Strength exercises help build muscle, and it is recommended to exercise two or more times a week, as each exercise should be exercised in 2-3 rounds, repeat each exercise 8-12 times in each round, and it is recommended not to over-lift weights so that the body is not damaged, so it is necessary to gradually In the type and intensity of exercises, and from strength exercises, we mention the following:

- Pressure exercises, mind exercises, squat tingling exercises, and rush exercises.

- Resistance exercises. Weightlifting exercises of various kinds.


Diet

Foods that contain all nutrients should be eaten to ensure muscle building, including:

- Protein: Protein-rich foods are recommended before and after exercise, protein consumption of 1.2-1.5 grams per kilogram of body weight, and protein-rich foods: eggs, meat, chicken, salmon, tuna and legumes.

Carbohydrates: To fill the glycogen stores that the body needs when exercising such as sweet potatoes, quinoa, legumes, and vegetables.


- Useful fats: avocado, yogurt, nuts, chia seeds, olives, coconut oil, seeds, and milk.

- Vitamins and minerals:  are very important for muscle building, and it is recommended to consult a doctor before taking the boosters.

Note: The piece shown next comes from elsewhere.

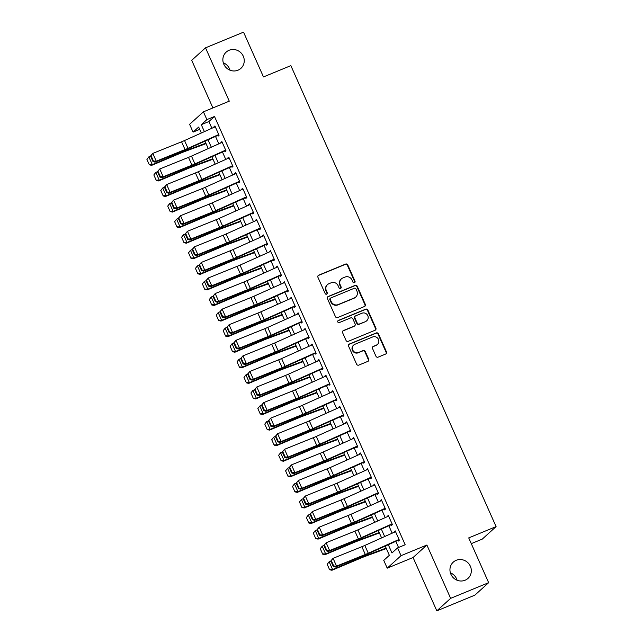 <?xml version="1.0" encoding="UTF-8"?>
<svg xmlns="http://www.w3.org/2000/svg" width="643" height="643" viewBox="0 0 643 643"><rect width="100%" height="100%" fill="white"/><g stroke="black" fill="none" stroke-linecap="round" stroke-linejoin="round"><path stroke-width="0.96" d="M354.446 282.727A1.173 1.125 47.9 0 0 355.008 281.224L347.783 264.988A1.68 1.607 47.9 0 0 345.604 264.072L318.735 275.156A1.68 1.607 47.9 0 0 317.923 277.294L325.157 293.538A1.173 1.125 47.9 0 0 326.99 293.98A1.173 1.125 47.9 0 0 327.247 292.678L326.314 290.58A5.377 5.144 47.9 0 1 328.911 283.716L331.153 282.791A5.377 5.144 47.9 0 1 338.105 285.709L339.038 287.815A1.173 1.125 47.9 0 0 340.87 288.257A1.173 1.125 47.9 0 0 341.128 286.955L340.195 284.849A5.377 5.144 47.9 0 1 342.791 277.993L345.034 277.069A5.377 5.144 47.9 0 1 351.986 279.986L352.919 282.092A1.173 1.125 47.9 0 0 354.446 282.727M354.55 282.679A1.173 1.125 47.9 0 0 354.639 281.562L347.405 265.326A1.68 1.607 47.9 0 0 345.235 264.41L318.365 275.493A1.68 1.607 47.9 0 0 318.116 275.622M326.789 294.124A1.173 1.125 47.9 0 0 326.877 293.015L325.937 290.917L326.314 290.58M340.669 288.402A1.173 1.125 47.9 0 0 340.758 287.292L339.817 285.187L340.195 284.849M456.192 560.302A10.963 10.473 47.9 0 0 453.283 562.143A10.963 10.473 47.9 0 0 451.764 575.863A10.963 10.473 47.9 0 0 465.074 580.235A10.963 10.473 47.9 0 0 467.983 578.403A10.963 10.473 47.9 0 0 469.503 564.675A10.963 10.473 47.9 0 0 456.192 560.302M229.117 50.267A10.963 10.473 47.9 0 0 226.199 52.107A10.963 10.473 47.9 0 0 224.68 65.827A10.963 10.473 47.9 0 0 237.99 70.2A10.963 10.473 47.9 0 0 240.9 68.367A10.963 10.473 47.9 0 0 242.427 54.639A10.963 10.473 47.9 0 0 229.117 50.267M375.946 356.23A1.68 1.607 47.9 0 0 378.124 357.146L385.663 354.036A1.68 1.607 47.9 0 0 386.475 351.89L378.438 333.854A1.68 1.607 47.9 0 0 376.268 332.937L349.398 344.021A1.68 1.607 47.9 0 0 348.586 346.167L356.616 364.203A1.68 1.607 47.9 0 0 358.794 365.111L367.9 361.358A1.68 1.607 47.9 0 0 368.712 359.212L365.272 351.496A1.68 1.607 47.9 0 0 363.102 350.58L358.585 352.444A4.493 4.3 47.9 0 1 353.746 345.018A4.493 4.3 47.9 0 1 354.944 344.262L372.627 336.972A4.493 4.3 47.9 0 1 377.465 344.399A4.493 4.3 47.9 0 1 376.268 345.146L373.326 346.368A1.68 1.607 47.9 0 0 372.514 348.506L375.946 356.23M488.656 582.679L474.839 595.169L436.822 610.85L450.639 598.352L488.656 582.679L468.723 537.902L496.091 526.609L290.853 65.634L263.477 76.927L243.544 32.15L205.527 47.831L229.278 101.168L203.429 111.834L206.893 119.614L214.497 116.479L405.178 544.758L397.575 547.892L401.039 555.673L387.223 568.171L383.75 560.383L389.353 555.319L385.237 546.076M450.639 598.352L426.888 545.015L401.039 555.673M364.493 306.494A1.68 1.607 47.9 0 0 365.304 304.348L357.275 286.312A1.68 1.607 47.9 0 0 355.097 285.396L328.235 296.479A1.68 1.607 47.9 0 0 327.424 298.625L335.453 316.661A1.68 1.607 47.9 0 0 337.623 317.57L364.493 306.494M367.86 310.079L375.89 328.123A1.68 1.607 47.9 0 1 375.078 330.261L348.209 341.345A1.68 1.607 47.9 0 1 346.038 340.428L342.598 332.712A1.68 1.607 47.9 0 1 343.41 330.566L354.309 326.073A1.68 1.607 47.9 0 0 355.121 323.927L352.838 318.807A1.68 1.607 47.9 0 0 350.668 317.891L339.319 322.577A1.173 1.125 47.9 0 1 338.057 320.632A1.173 1.125 47.9 0 1 338.371 320.431L365.682 309.17A1.68 1.607 47.9 0 1 367.86 310.079L367.483 310.416L375.512 328.46L375.89 328.123M205.527 47.831L191.71 60.321L212.905 107.92M217.647 135.03L218.138 136.123L219.07 135.279L214.907 125.94L214.175 127.242M224.576 150.599L225.066 151.7L226.006 150.856L221.843 141.508L221.112 142.81M231.512 166.175L232.002 167.276L232.935 166.433L228.779 157.085L227.839 157.929L228.048 158.387M238.449 181.744L238.939 182.845L239.871 182.001L235.708 172.662L234.775 173.506L234.984 173.964M245.385 197.321L245.867 198.422L246.808 197.578L242.644 188.23L241.913 189.532M252.313 212.897L252.803 213.99L253.736 213.146L249.58 203.807L248.64 204.651L248.849 205.109M259.25 228.466L259.74 229.567L260.672 228.723L256.509 219.376L255.576 220.219L255.785 220.678M266.186 244.043L266.668 245.144L267.609 244.3L263.445 234.952L262.714 236.254M273.114 259.619L273.605 260.712L274.537 259.868L270.381 250.529L269.65 251.831M280.051 275.188L280.541 276.289L281.473 275.445L277.31 266.098L276.377 266.941L276.586 267.4M286.987 290.765L287.469 291.858L288.41 291.014L284.246 281.674L283.515 282.976M293.915 306.333L294.406 307.434L295.338 306.59L291.183 297.243L290.451 298.553M300.852 321.91L301.342 323.011L302.274 322.167L298.111 312.82L297.179 313.663L297.387 314.122M307.788 337.487L308.278 338.58L309.211 337.736L305.047 328.396L304.316 329.698M314.716 353.055L315.207 354.156L316.139 353.312L311.984 343.965L311.252 345.267M321.653 368.632L322.143 369.733L323.075 368.881L318.912 359.541L317.98 360.385L318.189 360.844M328.589 384.201L329.079 385.302L330.012 384.458L325.848 375.118L325.117 376.42M335.517 399.777L336.008 400.878L336.94 400.034L332.785 390.687L332.053 391.989M342.454 415.354L342.944 416.447L343.876 415.603L339.721 406.263L338.781 407.107L338.99 407.566M349.39 430.923L349.88 432.024L350.813 431.18L346.649 421.832L345.918 423.134M356.318 446.499L356.809 447.6L357.741 446.756L353.586 437.409L352.854 438.711M363.255 462.068L363.745 463.169L364.677 462.325L360.522 452.985L359.582 453.829L359.791 454.288M370.191 477.645L370.681 478.746L371.614 477.902L367.45 468.554L366.719 469.856M377.119 493.221L377.61 494.314L378.55 493.47L374.387 484.131L373.655 485.433M384.056 508.79L384.546 509.891L385.478 509.047L381.323 499.699L380.383 500.543L380.592 501.001M390.992 524.366L391.483 525.468L392.415 524.624L388.251 515.276L387.52 516.578M214.497 116.479L208.895 121.543L211.885 128.27M215.518 136.429L218.821 143.839M222.454 152.005L225.757 159.416M229.39 167.574L232.686 174.992M236.319 183.151L239.622 190.561M243.255 198.719L246.558 206.138M250.191 214.296L253.487 221.706M257.12 229.873L260.423 237.283M264.056 245.441L267.359 252.86M270.992 261.018L274.288 268.428M277.921 276.586L281.224 284.005M284.857 292.163L288.16 299.574M291.793 307.74L295.089 315.15M298.722 323.308L302.025 330.727M305.658 338.885L308.961 346.296M312.594 354.454L315.89 361.872M319.523 370.03L322.826 377.449M326.459 385.607L329.763 393.018M333.395 401.176L336.691 408.594M340.324 416.752L343.627 424.163M347.26 432.329L350.564 439.74M354.197 447.898L357.5 455.316M361.133 463.474L364.428 470.885M368.061 479.043L371.365 486.462M374.998 494.62L378.301 502.03M381.934 510.196L385.229 517.607M388.862 525.765L392.166 533.184M395.799 541.342L398.539 547.49M397.921 539.943L398.411 541.036L399.351 540.192L395.188 530.853L394.456 532.155M471.279 543.64L482.274 539.107L496.091 526.609M457.085 580.235A10.963 10.473 47.9 0 0 450.365 572.8M230.001 70.2A10.963 10.473 47.9 0 0 223.282 62.765M426.888 545.015L413.071 557.513L436.822 610.85M413.071 557.513L387.223 568.171M199.716 129.372L193.077 132.112L189.605 124.324L203.429 111.834M388.3 544.701L391.973 552.956L397.575 547.892M206.893 119.614L201.291 124.686L204.386 131.63M208.019 139.788L211.322 147.207M214.955 155.365L218.25 162.783M221.883 170.942L225.187 178.352M228.82 186.51L232.123 193.929M235.756 202.087L239.051 209.497M242.684 217.664L245.988 225.074M249.621 233.232L252.924 240.651M256.557 248.809L259.852 256.219M263.485 264.377L266.789 271.796M270.422 279.954L273.725 287.365M277.358 295.531L280.653 302.941M284.286 311.099L287.59 318.518M291.223 326.676L294.526 334.087M298.159 342.245L301.454 349.663M305.087 357.821L308.391 365.24M312.024 373.398L315.327 380.809M318.96 388.967L322.256 396.385M325.888 404.543L329.192 411.954M332.825 420.12L336.128 427.531M339.761 435.689L343.065 443.107M346.698 451.265L349.993 458.676M353.626 466.834L356.929 474.253M360.562 482.411L363.866 489.821M367.499 497.987L370.794 505.398M374.427 513.556L377.73 520.975M381.363 529.133L384.667 536.543M201.331 133.005L198.679 127.049L193.077 132.112M381.604 537.918L378.309 530.499M374.676 522.341L371.373 514.93M367.74 506.772L364.436 499.354M360.803 491.196L357.508 483.785M353.875 475.619L350.572 468.208M346.939 460.05L343.635 452.632M340.002 444.474L336.707 437.063M333.074 428.905L329.771 421.486M326.138 413.328L322.834 405.91M319.201 397.752L315.898 390.341M312.265 382.183L308.97 374.765M305.337 366.606L302.033 359.196M298.4 351.03L295.097 343.619M291.464 335.461L288.168 328.043M284.536 319.884L281.232 312.474M277.599 304.316L274.296 296.897M270.663 288.739L267.367 281.329M263.734 273.162L260.431 265.752M256.798 257.594L253.495 250.175M249.862 242.017L246.566 234.607M242.933 226.449L239.63 219.03M235.997 210.872L232.694 203.461M229.061 195.295L225.765 187.885M222.132 179.727L218.829 172.308M215.196 164.15L211.893 156.739M208.26 148.581L204.964 141.163M208.895 121.543L201.291 124.686M213.974 126.784L215.084 126.325M220.911 142.352L222.012 141.902M227.839 157.929L228.948 157.471M234.775 173.506L235.885 173.047M241.712 189.074L242.813 188.616M248.64 204.651L249.749 204.193M255.576 220.219L256.686 219.769M262.513 235.796L263.622 235.338M269.449 251.373L270.55 250.915M276.377 266.941L277.487 266.491M283.314 282.518L284.423 282.06M290.25 298.095L291.351 297.637M297.179 313.663L298.288 313.205M304.115 329.24L305.224 328.782M311.051 344.809L312.152 344.359M317.98 360.385L319.089 359.927M324.916 375.962L326.025 375.504M331.852 391.531L332.953 391.073M338.781 407.107L339.89 406.649M345.717 422.676L346.826 422.226M352.653 438.253L353.754 437.795M359.582 453.829L360.691 453.371M366.518 469.398L367.627 468.94M373.454 484.975L374.556 484.517M380.383 500.543L381.492 500.093M387.319 516.12L388.428 515.662M394.255 531.697L395.357 531.239M341.361 278.893L340.991 279.231A5.377 5.144 47.9 0 0 339.817 285.187M327.48 284.616L327.11 284.953A5.377 5.144 47.9 0 0 325.937 290.917M364.742 306.365A1.68 1.607 47.9 0 0 364.935 304.686L356.897 286.649A1.68 1.607 47.9 0 0 354.727 285.733L327.858 296.817A1.68 1.607 47.9 0 0 327.617 296.945M355.933 288.852A1.173 1.125 47.9 0 0 354.414 288.217L330.832 297.942A1.173 1.125 47.9 0 0 330.261 299.445L331.249 301.655A5.377 5.144 47.9 0 0 338.202 304.581L354.325 297.934A5.377 5.144 47.9 0 0 356.921 291.07L355.933 288.852M330.518 298.135L330.14 298.473A1.173 1.125 47.9 0 0 329.883 299.783L330.261 299.445M355.748 297.034L355.378 297.371A5.377 5.144 47.9 0 1 353.947 298.272L337.824 304.919A5.377 5.144 47.9 0 1 330.872 301.993L329.883 299.783M375.319 330.132A1.68 1.607 47.9 0 0 375.512 328.46M354.751 325.792L354.381 326.13A1.68 1.607 47.9 0 1 353.931 326.411L343.041 330.904A1.68 1.607 47.9 0 0 342.791 331.032M367.483 310.416A1.68 1.607 47.9 0 0 365.312 309.508L337.993 320.769A1.173 1.125 47.9 0 0 337.888 320.825M365.61 321.412A4.493 4.3 47.9 0 0 367.434 315.022A4.493 4.3 47.9 0 0 361.969 313.229L355.74 315.801A1.68 1.607 47.9 0 0 354.928 317.947L357.211 323.067A1.68 1.607 47.9 0 0 359.381 323.984L365.24 321.749A4.493 4.3 47.9 0 0 366.438 320.994L366.807 320.656M355.298 316.083L354.92 316.42A1.68 1.607 47.9 0 0 354.558 318.285L354.928 317.947M365.24 321.749L359.011 324.321A1.68 1.607 47.9 0 1 356.833 323.405L354.558 318.285M377.465 344.399L377.095 344.736A4.493 4.3 47.9 0 1 375.898 345.484L372.948 346.706A1.68 1.607 47.9 0 0 372.707 346.834M353.746 345.018L353.377 345.355A4.493 4.3 47.9 0 0 358.207 352.782L358.585 352.444M368.142 361.229A1.68 1.607 47.9 0 0 368.335 359.55L364.902 351.834A1.68 1.607 47.9 0 0 362.724 350.917L358.207 352.782M385.904 353.907A1.68 1.607 47.9 0 0 386.097 352.227L378.068 334.191A1.68 1.607 47.9 0 0 375.898 333.275L349.028 344.359A1.68 1.607 47.9 0 0 348.779 344.487M146.909 159.368L149.337 164.817L146.909 159.368L148.854 156.844L150.575 156.12M147.167 159.07L148.854 156.844L152.319 164.624L182.13 152.078A12.844 1.222 -24 0 1 186.325 150.414L205.856 143.18M149.594 164.52L152.319 164.624L151.66 165.355L149.337 164.817M206.057 143.63L184.268 151.692A8.56 0.812 156 0 0 181.479 152.809L151.66 165.355M218.741 134.54L187.997 148.324A8.56 0.812 -24 0 1 185.031 149.586L156.265 161.2L155.059 162.157L183.826 150.542A12.844 1.222 156 0 0 188.278 148.646L217.808 135.4M150.534 156.032L152.793 153.412L156.265 161.2L153.444 161.096L151.017 155.646L150.534 156.032L152.962 161.481L153.444 161.096M215.268 126.751L184.533 140.536A8.56 0.812 -24 0 1 181.567 141.806L152.793 153.412L151.017 155.646M152.962 161.481L155.059 162.157M153.838 174.936L156.265 180.386L153.838 174.936L155.791 172.412L157.503 171.689M154.103 174.647L155.791 172.412L159.255 180.201L189.066 167.654A12.844 1.222 -24 0 1 193.262 165.982L212.793 158.757M156.53 180.096L159.255 180.201L158.596 180.932L156.265 180.386M212.994 159.207L191.204 167.268A8.56 0.812 156 0 0 188.407 168.378L158.596 180.932M160.774 190.513L163.201 195.962L160.774 190.513L162.719 187.989L164.439 187.266M161.039 190.224L162.719 187.989L166.191 195.777L196.002 183.223A12.844 1.222 -24 0 1 200.19 181.559L219.729 174.325M163.467 195.673L166.191 195.777L165.532 196.501L163.201 195.962M219.93 174.775L198.14 182.845A8.56 0.812 156 0 0 195.343 183.954L165.532 196.501M167.71 206.081L170.138 211.539L167.71 206.081L169.656 203.558L171.376 202.834M167.968 205.792L169.656 203.558L173.12 211.346L202.931 198.8A12.844 1.222 -24 0 1 207.126 197.128L226.657 189.902M170.395 211.242L173.12 211.346L172.461 212.077L170.138 211.539M226.858 190.352L205.069 198.414A8.56 0.812 156 0 0 202.28 199.523L172.461 212.077M174.639 221.658L177.066 227.108L174.639 221.658L176.592 219.134L178.312 218.411M174.904 221.369L176.592 219.134L180.056 226.923L209.867 214.368A12.844 1.222 -24 0 1 214.063 212.704L233.594 205.471M177.331 226.818L180.056 226.923L179.397 227.654L177.066 227.108M233.795 205.921L212.005 213.99A8.56 0.812 156 0 0 209.208 215.1L179.397 227.654M225.669 150.108L194.933 163.901A8.56 0.812 -24 0 1 191.968 165.163L163.193 176.769L161.988 177.725L190.762 166.119A12.844 1.222 156 0 0 195.215 164.222L224.745 150.976M157.471 171.601L159.729 168.988L163.193 176.769L160.38 176.672L157.953 171.223L157.471 171.601L159.898 177.058L160.38 176.672M222.205 142.32L191.469 156.112A8.56 0.812 -24 0 1 188.503 157.374L159.729 168.988L157.953 171.223M159.898 177.058L161.988 177.725M232.605 165.685L201.87 179.469A8.56 0.812 -24 0 1 198.904 180.739L170.13 192.345L168.924 193.302L197.698 181.688A12.844 1.222 156 0 0 202.143 179.791L231.681 166.545M164.399 187.177L166.666 184.557L170.13 192.345L167.309 192.249L164.881 186.791L164.399 187.177L166.826 192.627L167.309 192.249M229.141 157.897L198.398 171.681A8.56 0.812 -24 0 1 195.432 172.951L166.666 184.557L164.881 186.791M166.826 192.627L168.924 193.302M239.542 181.262L208.798 195.046A8.56 0.812 -24 0 1 205.832 196.308L177.066 207.922L175.861 208.871L204.627 197.264A12.844 1.222 156 0 0 209.079 195.368L238.609 182.122M171.335 202.754L173.594 200.134L177.066 207.922L174.245 207.818L171.818 202.368L171.335 202.754L173.763 208.203L174.245 207.818M236.069 173.473L205.334 187.258A8.56 0.812 -24 0 1 202.368 188.52L173.594 200.134L171.818 202.368M173.763 208.203L175.861 208.871M246.47 196.83L215.735 210.615A8.56 0.812 -24 0 1 212.769 211.885L183.994 223.491L182.789 224.447L211.563 212.841A12.844 1.222 156 0 0 216.016 210.936L245.546 197.69M178.272 218.323L180.53 215.702L183.994 223.491L181.181 223.394L178.754 217.945L178.272 218.323L180.699 223.772L181.181 223.394M243.006 189.042L212.27 202.834A8.56 0.812 -24 0 1 209.305 204.096L180.53 215.702L178.754 217.945M180.699 223.772L182.789 224.447M181.575 237.235L184.002 242.684L181.575 237.235L183.52 234.711L185.24 233.988M181.84 236.937L183.52 234.711L186.992 242.499L216.804 229.945A12.844 1.222 -24 0 1 220.999 228.281L240.53 221.047M184.268 242.395L186.992 242.499L186.333 243.223L184.002 242.684M240.731 221.497L218.941 229.559A8.56 0.812 156 0 0 216.144 230.676L186.333 243.223M253.406 212.407L222.671 226.191A8.56 0.812 -24 0 1 219.705 227.453L190.931 239.067L189.725 240.024L218.499 228.41A12.844 1.222 156 0 0 222.944 226.513L252.482 213.267M185.2 233.899L187.467 231.279L190.931 239.067L188.11 238.963L185.682 233.513L185.2 233.899L187.627 239.349L188.11 238.963M249.942 204.619L219.199 218.403A8.56 0.812 -24 0 1 216.233 219.673L187.467 231.279L185.682 233.513M187.627 239.349L189.725 240.024M188.512 252.803L190.939 258.253L188.512 252.803L190.457 250.28L192.177 249.556M188.769 252.514L190.457 250.28L193.921 258.068L223.732 245.522A12.844 1.222 -24 0 1 227.927 243.85L247.459 236.624M191.196 257.964L193.921 258.068L193.27 258.799L190.939 258.253M247.659 237.074L225.878 245.136A8.56 0.812 156 0 0 223.081 246.245L193.27 258.799M260.343 227.976L229.599 241.768A8.56 0.812 -24 0 1 226.633 243.03L197.867 254.636L196.662 255.593L225.428 243.986A12.844 1.222 156 0 0 229.881 242.089L259.418 228.844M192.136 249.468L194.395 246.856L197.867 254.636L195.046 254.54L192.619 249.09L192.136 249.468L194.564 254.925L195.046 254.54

Training methods for bodybuilding

the training methods mention as following:

Starting from easy to hard

To stabilize the muscle, and prepare it to carry heavier weights in the next stages during the first month, the player performs relatively easy exercises, such as stretching and relaxation exercises, using all types of equipment, provided that the weight is not increased, and repeats about 20 times.

Advanced Stage

It aims to increase muscle size, and requires great pressure and effort, by practicing heavier weights than before, increasing the number of times from 12-15 times, and in advanced stages increase the frequency from 8-10 times.

Strengthening anti-muscle

They are the muscles that perform the reverse operation of other muscles and need a lot of attention, to properly develop the body and reach strong muscles.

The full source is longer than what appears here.